▶ Exercise description: For this exercise, write each entry below out precisely and omit the pictures.

Data entries
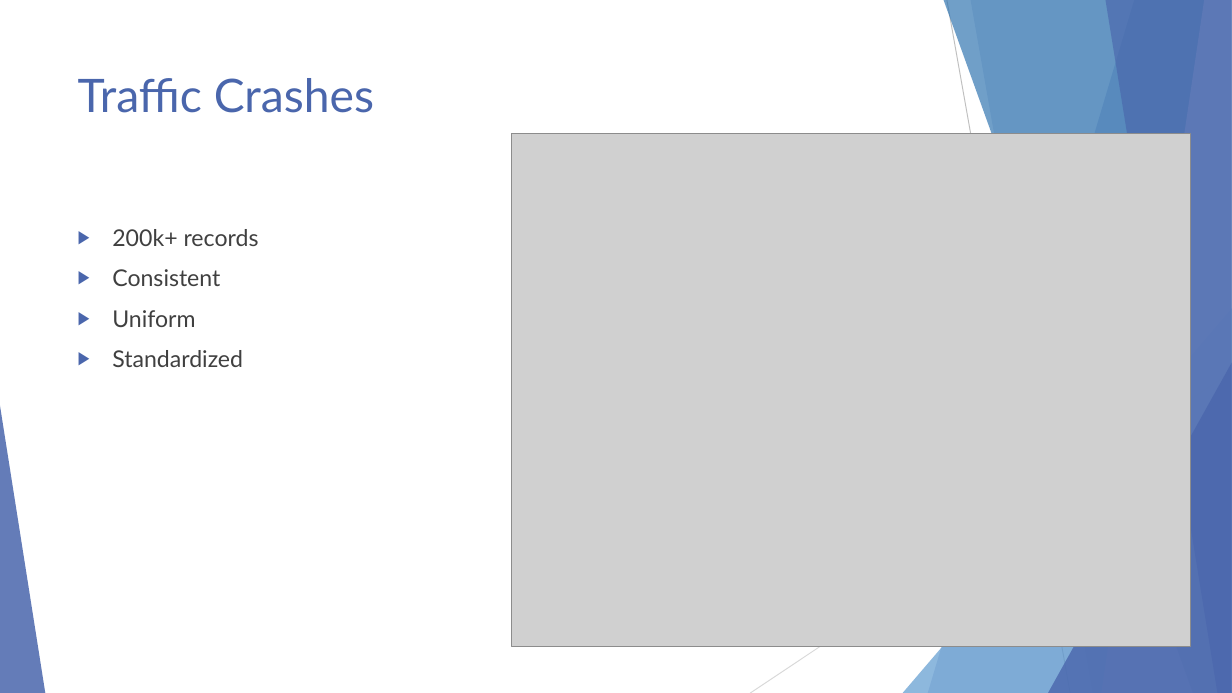
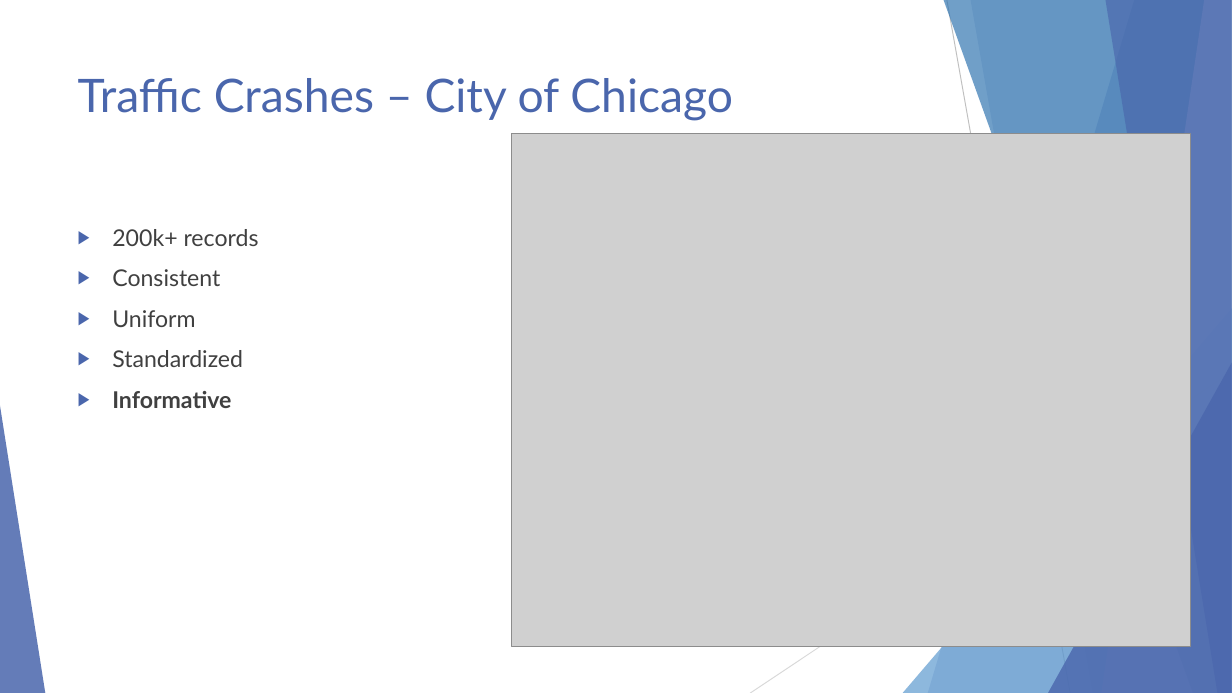
Before and after one commit to ndarwich/Crash-Analysis, a slide deck: slide 7 of Slides/An Investigation.pptx. Drawn at 1232x693 pixels with LibreOffice and Linux fonts; fonts in the diff are those of the drawing; grey boxes stand for pictures. Boxes give left, top, right and bottom in pixels: in the first picture for what was removed or moved away, otherwise in the second. Text is boxed around its words. In the diff, an @@ line names an element or a change of style, - is before the commit and + after.

```diff
--- a/Slides/An Investigation.pptx
+++ b/Slides/An Investigation.pptx
@@ title at (78,78,733,121): text changed @@
-Traffic Crashes
+Traffic Crashes – City of Chicago
@@ text at (112,391,231,408): paragraph added @@
+▶ Informative
```
Also in this commit, not shown: 20 other slides changed, 17 slides added, 4 slides removed, 1 other file.

▶ Exercise result:
Before and after one commit to ndarwich/Crash-Analysis, a slide deck: slide 7 of Slides/An Investigation.pptx. Drawn at 1232x693 pixels with LibreOffice and Linux fonts; fonts in the diff are those of the drawing; grey boxes stand for pictures. Boxes give left, top, right and bottom in pixels: in the first picture for what was removed or moved away, otherwise in the second. Text is boxed around its words. In the diff, an @@ line names an element or a change of style, - is before the commit and + after.

```diff
--- a/Slides/An Investigation.pptx
+++ b/Slides/An Investigation.pptx
@@ title at (78,78,733,121): text changed @@
-Traffic Crashes
+Traffic Crashes – City of Chicago
@@ text at (112,391,231,408): paragraph added @@
+▶ Informative
```
Also in this commit, not shown: 20 other slides changed, 17 slides added, 4 slides removed, 1 other file.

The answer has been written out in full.